To address the question of how humans inhabit space at the intersection of nature and culture, Natacha Mankowski has developed her own visual and compositional language. While her compositions may seem abstract to the casual viewer, they are somewhat reminiscent of blueprints and ground maps widely used in architectural design and urban planning. This is no coincidence: many of her paintings are loosely inspired by the ground maps of the quarries she visited during her years as an architect. 

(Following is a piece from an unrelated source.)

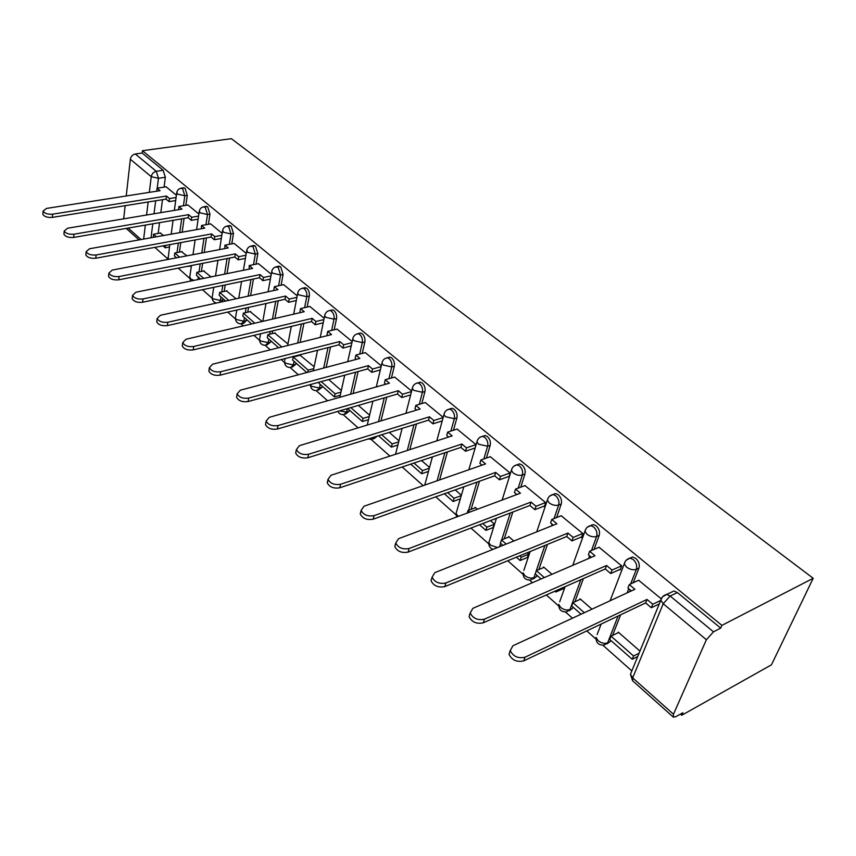<?xml version="1.0" encoding="UTF-8"?>
<svg xmlns="http://www.w3.org/2000/svg" width="856" height="856" viewBox="0 0 856 856"><rect width="100%" height="100%" fill="white"/><g stroke="black" fill="none" stroke-linecap="round" stroke-linejoin="round"><path stroke-width="1.28" d="M185.88 205.365L187.261 195.361L185.056 188.267L183.034 187.892M208.436 224.272L209.955 214.096L207.708 206.863L205.536 206.478M231.794 243.853L233.453 233.495L231.163 226.123L228.83 225.738M255.998 264.162L257.817 253.601L255.484 246.1L252.959 245.704M281.1 285.219L283.09 274.455L280.693 266.805L277.986 266.419M307.133 307.079L309.316 296.101C309.701 292.902 308.888 290.312 306.876 288.301L303.934 287.916M334.161 329.795L336.547 318.571C336.975 315.35 336.151 312.697 334.054 310.621L332.481 309.861L330.876 310.247M362.249 353.41L364.859 341.94C365.33 338.676 364.485 335.98 362.313 333.829L360.622 333.016L358.867 333.455M391.438 377.988L394.306 366.24C394.819 362.944 393.953 360.183 391.695 357.958L389.887 357.091L387.971 357.605M421.815 403.572L424.95 391.534C425.528 388.207 424.64 385.393 422.286 383.081L420.339 382.151L418.038 382.942M453.445 430.247L456.89 417.889C457.511 414.529 456.601 411.65 454.161 409.254L452.054 408.259L449.635 409.072M486.39 458.088L490.188 445.377C490.873 441.974 489.932 439.032 487.385 436.539L485.117 435.469L482.581 436.325M520.758 487.16L524.942 474.053C525.68 470.618 524.728 467.611 522.074 465.022L519.613 463.866L516.896 464.808M556.614 517.559L561.236 504.013C562.05 500.546 561.076 497.464 558.294 494.768L555.63 493.538L552.708 494.586M594.064 549.392L599.2 535.342C600.088 531.844 599.082 528.687 596.183 525.884L593.283 524.546L590.126 525.723M633.194 582.765L638.929 568.138C639.892 564.596 638.865 561.365 635.826 558.444L632.67 556.999L629.278 558.337M154.85 247.373L167.979 259.036M178.23 268.142L189.69 278.318M202.508 289.703L212.16 298.273M227.728 312.087L235.421 318.924M240.964 323.846L243.275 325.89M253.932 335.359L259.529 340.324M265.146 345.321L270.25 349.847M281.196 359.563L284.502 362.505M290.205 367.577L298.327 374.778M309.572 384.772L310.418 385.521M316.217 390.668L327.58 400.758M343.213 414.636L358.086 427.85M371.258 439.535L389.919 456.109M402.16 466.98L423.174 485.641M435.779 496.844L455.991 514.788M470.939 528.056L488.776 543.892M507.747 560.744L522.962 574.248M529.596 580.143L532.453 582.679M546.31 594.984L558.647 605.941M565.442 611.976L572.45 618.192M586.777 630.915L595.937 639.047M602.913 645.242L631.835 670.933M680.456 714.107L681.75 715.252L771.449 664.834L813.2 578.282L721.897 625.372L142.438 150.699L231.345 138.683L813.2 578.282M126.239 195.96L130.347 159.259C130.936 156.391 132.594 154.626 135.312 153.973L142.16 153.042L163.175 170.291L165.336 177.278L164.084 187.111M162.48 199.673L160.832 212.63M159.548 222.656L158.178 233.41M123.681 218.847L125.147 205.686M142.16 153.042L142.438 150.699M673.469 714.225L706.382 639.742L663.207 603.726L632.691 677.877L673.469 714.225L673.34 717.135L675.823 716.707L682.863 712.748L681.75 715.252M662.555 596.803L666.706 594.428L670.152 596.022L713.487 631.835L720.677 628.111L721.897 625.372M713.487 631.835L706.382 639.742M660.918 598.537L638.651 580.272M639.967 651.074L618.214 632.103L617.936 632.819M619.744 569.529L620.215 569.914L621.745 565.923L599.04 547.273M591.935 609.172L580.068 598.826L579.812 599.51M562.981 588.842L563.676 587.323M580.978 537.14L581.459 537.547L582.883 533.588L561.183 515.751M551.96 574.29L543.581 566.982L543.346 567.656M527.253 557.577L528.612 553.928L527.243 552.73M543.924 506.196L544.416 506.602L545.732 502.665L524.985 485.598M513.825 541.024L508.646 536.498L508.432 537.161M493.035 527.617L494.297 523.99L490.424 520.609M508.464 476.578L508.967 476.985L510.187 473.079L490.317 456.73M477.402 509.245L475.155 507.287L474.962 507.929M476.107 444.724L457.104 429.07M443.194 417.332L425.25 402.545M411.618 391.053L394.659 377.079M381.305 365.822L365.277 352.608M352.169 341.576L337.029 329.089M324.167 318.272L309.84 306.459M314.131 366.796L300.114 355.251M297.214 295.834L283.668 284.663M287.937 343.952L274.669 333.038M271.256 274.23L258.437 263.669M262.182 321.481L250.134 311.616M246.25 253.419L234.116 243.414M236.138 298.765L226.466 290.944M222.132 233.346L210.651 223.876M211.068 276.884L203.6 270.988M198.859 213.979L187.999 205.023M186.918 255.816L181.515 251.696M184.083 218.441L182.178 232.19M180.744 242.612L179.439 252.092M206.414 237.893L204.242 252.509M202.626 263.348L201.428 271.416M229.526 258.063L227.033 273.631M225.224 284.93L224.176 291.425M223.009 298.744L222.817 299.942L220.399 300.467L219.671 302.35M253.44 279.013L250.583 295.609M248.55 307.422L247.737 312.162M246.485 319.427L246.282 320.636L243.842 321.193L241.403 323.803C237.594 323.814 235.603 321.91 235.443 318.122L236.342 319.513L243.842 321.193L244.452 317.64M278.221 300.777L274.947 318.518M272.657 330.876L272.144 333.647M270.817 340.859L270.592 342.079L268.142 342.678L265.617 345.268C261.722 345.289 259.689 343.363 259.539 339.479L260.502 340.966L268.142 342.678L268.795 339.083M303.901 323.408L300.135 342.411M297.556 355.39L297.449 355.925M296.037 363.083L295.791 364.303L293.33 364.945L290.719 367.524C286.728 367.566 284.663 365.598 284.524 361.617L285.562 363.201L293.33 364.945L294.036 361.328M330.512 346.969L326.179 367.385M322.198 386.131L321.931 387.372L319.459 388.057L316.763 390.604C312.665 390.668 310.567 388.667 310.45 384.579L311.541 386.281L319.459 388.057L320.23 384.408M358.129 371.525L353.121 393.503M349.355 410.067L349.077 411.308L346.594 412.036L343.802 414.572C341.073 414.86 339.072 413.801 337.81 411.415M386.773 397.141L380.995 420.885M377.282 436.132L374.778 436.956L371.9 439.46L368.294 438.925M416.519 423.902L409.81 449.646M447.41 451.893L439.588 479.927M479.488 481.233L471.1 509.363M512.819 512.038L504.27 538.809M502.344 544.855L502.055 545.732M547.433 544.437L538.841 569.572M536.894 575.296L536.445 576.591L530.57 580.004C525.52 580.272 523.005 577.875 523.048 572.814L524.824 575.628C527.842 577.939 530.87 578.613 533.93 577.672L544.887 545.486M583.364 578.624L574.911 601.736M572.964 607.075L572.482 608.381L566.512 611.826C561.269 612.126 558.679 609.643 558.743 604.4L560.669 607.45C563.794 609.847 566.897 610.542 569.968 609.525L580.828 579.747M630.337 590.062L629.706 591.678M620.632 614.822L612.554 635.43M610.66 640.288L610.135 641.593L604.079 645.071C598.633 645.413 595.947 642.856 596.043 637.399L598.119 640.695C601.383 643.209 604.55 643.915 607.632 642.824L618.107 616.02M176.389 195.275L166.107 186.801M163.635 235.507L160.168 233.057M222.089 301.826L222.817 299.942M242.612 323.525L243.832 323.247L246.282 320.636M266.933 344.947L270.592 342.079M292.142 367.149L295.791 364.303M318.314 390.175L321.931 387.372M345.492 414.069L349.077 411.308M373.73 438.893L377.271 436.185M533.235 578.945L536.445 576.591M569.326 610.692L572.482 608.381M607.043 643.862L610.135 641.593M720.677 628.111L677.374 592.566L673.929 590.993L670.045 592.844M461.373 495.271L455.221 489.9M429.53 467.483L421.548 460.517M398.96 440.808L389.298 432.387M369.578 415.181L358.386 405.412M341.319 390.529L328.736 379.54M638.854 580.175L629.288 584.562L634.906 589.27L512.862 645.798L510.272 650.635C513.226 656.541 518.148 658.735 525.038 657.215L523.754 660.875C516.874 662.394 511.974 660.201 509.031 654.294L510.23 650.367M629.288 584.562L627.93 588.04L631.353 590.918M525.038 657.215L647.029 599.446L652.764 604.25L651.341 607.749L659.28 603.94M660.704 600.452L652.764 604.25M618.642 632.477L611.024 636.179L609.729 639.475L632.231 659.291L637.752 656.488M611.024 636.179L633.568 655.985L632.231 659.291M639.1 653.192L633.568 655.985M523.754 660.875L645.627 602.934L651.341 607.749M645.627 602.934L647.029 599.446M599.232 547.187L589.645 551.275L594.995 555.769L472.887 608.316L470.212 612.982C473.004 618.492 477.755 620.557 484.464 619.166L483.298 622.804C476.589 624.206 471.849 622.141 469.067 616.62L470.201 612.939M589.645 551.275L588.382 554.731L591.432 557.299M484.464 619.166L606.572 565.484L612.04 570.075L610.724 573.541L620.493 569.187M621.617 565.816L612.04 570.075M580.507 599.2L572.878 602.667L571.68 605.941L581.053 614.212M572.878 602.667L584.306 612.703M483.298 622.804L605.278 568.951L610.724 573.541M605.278 568.951L606.572 565.484M561.365 515.676L551.767 519.485L556.882 523.776L434.848 572.643L432.087 577.147C434.73 582.305 439.321 584.252 445.88 582.979L444.799 586.595C438.261 587.869 433.671 585.932 431.039 580.764L432.12 577.297M551.767 519.485L550.601 522.92L553.318 525.21M445.88 582.979L567.945 533.063L573.167 537.44L571.947 540.896L581.716 536.84M582.754 533.481L573.167 537.44M554.923 591.186L555.844 591.999L563.162 588.768M544.031 567.378L536.391 570.61L535.278 573.873L541.067 578.977M556.357 590.554L555.844 591.999M536.391 570.61L544.32 577.575M444.799 586.595L566.736 536.509L571.947 540.896M566.736 536.509L567.945 533.063M525.145 485.534L515.547 489.086L520.448 493.195L398.607 538.649L395.761 542.993C398.265 547.829 402.716 549.67 409.115 548.503L408.13 552.099C401.742 553.265 397.302 551.435 394.809 546.588L395.846 543.314M515.547 489.086L514.467 492.489L516.874 494.522M409.115 548.503L531.02 502.065L536.017 506.26L534.882 509.684L544.641 505.917M545.614 502.568L536.017 506.26M516.361 557.202L520.127 560.52L527.424 557.502M509.095 536.894L501.456 539.933L500.428 543.164L502.932 545.379M519.603 555.865L521.197 557.267L520.127 560.52M501.456 539.933L506.185 544.074M528.505 554.26L521.197 557.267M408.13 552.099L529.907 505.489L534.882 509.684M529.907 505.489L531.02 502.065M490.477 456.676L480.879 459.982L485.577 463.92L364.035 506.228L361.114 510.411C363.49 514.959 367.812 516.692 374.061 515.633L373.163 519.196C366.924 520.266 362.612 518.533 360.248 513.975L361.253 510.882M480.879 459.982L479.884 463.374L482.014 465.161M374.061 515.633L495.699 472.416L500.482 476.428L499.433 479.831L509.17 476.321M510.069 472.994L500.482 476.428M479.542 524.771L485.908 530.378L493.195 527.553M482.784 523.53L486.904 527.146L485.908 530.378M475.615 507.683L467.986 510.518L469.773 512.091M467.986 510.518L467.237 513.044M494.19 524.332L486.904 527.146M373.163 519.196L494.661 475.818L499.433 479.831M494.661 475.818L495.699 472.416M457.243 429.027L447.677 432.109L452.171 435.875L331.015 475.262L328.03 479.296C330.288 483.565 334.482 485.224 340.592 484.239L339.779 487.781C333.669 488.765 329.485 487.118 327.238 482.838L328.223 479.895M447.677 432.109L446.746 435.469L448.608 437.031M340.592 484.239L461.876 444.029L466.445 447.87L465.482 451.24L475.166 447.977M476.032 444.66L466.445 447.87M444.371 493.773L453.113 501.477L460.335 498.855M447.602 492.617L454.033 498.267L453.113 501.477M461.266 495.656L454.033 498.267M339.779 487.781L460.913 447.399L465.482 451.24M460.913 447.399L461.876 444.029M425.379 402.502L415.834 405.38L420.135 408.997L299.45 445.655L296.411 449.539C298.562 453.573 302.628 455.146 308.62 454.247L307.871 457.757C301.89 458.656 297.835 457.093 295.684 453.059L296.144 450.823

Mankowski takes a keen interest in sites such as stone quarries, from which architects and builders collect their raw materials. Midway between nature and the built environment, quarries are transitional sites in which natural resources are excavated and turned into raw commodities to be used in buildings, but also cell phones, computers, and other modern technologies. So as much as we would like to believe we are far removed from nature, through these rough materials we are intrinsically connected to it. And as such, the mines and quarries where these materials are found also raise difficult questions about how humans have turned nature into a site for commodification, a process that has brought us high-tech and the urban environment but has also triggered ecological ruin and collapse. 

Inspired by these issues, Mankowski has explored and visited many of these quarries, paying close attention to their geographical lay-out and the specific selection of raw materials on site. She then uses samples of these raw materials to create the thick impasto paint that texture her painterly work. (Words by Bram Ieven)

Natacha Mankowski has exhibited in numerous international exhibitions, such as: Zentrum fur Kunst ind Urbanistik (Berlin, GE) 2014 ; the Watermill Center (NY, USA) 2015, Pole muséal de Lisieux – Ateliers Intermédiaires (Lisieux, FR) 2015, Ceci Foundation (Berlin, GE) 2016, New Day Gallery (Berlin, GE) 2016, Souvenirs (Berlin, GE) 2016, the Epigraphic Museum (Athens, GR) 2018, Deschool and ISO (Amsterdam, NL), 2019, Centre d’Art Contemporain, Grenoble. She had several gallery shows at and is still working together with Everyday Gallery (2019 - 2022), Antwerp and Valerius Gallery (2022), Luxembourg City. She did a number of recidencies around the world and has been invited to teach at prestigious art schools like Sandberg Insitituut, Amsterdam. Mankowski is part of the Taylor Foundation in Paris and was the recipient of the Tony Garnier Prize, for Architecture and Urbanism awarded by the Académie Française d’Architecture in Paris.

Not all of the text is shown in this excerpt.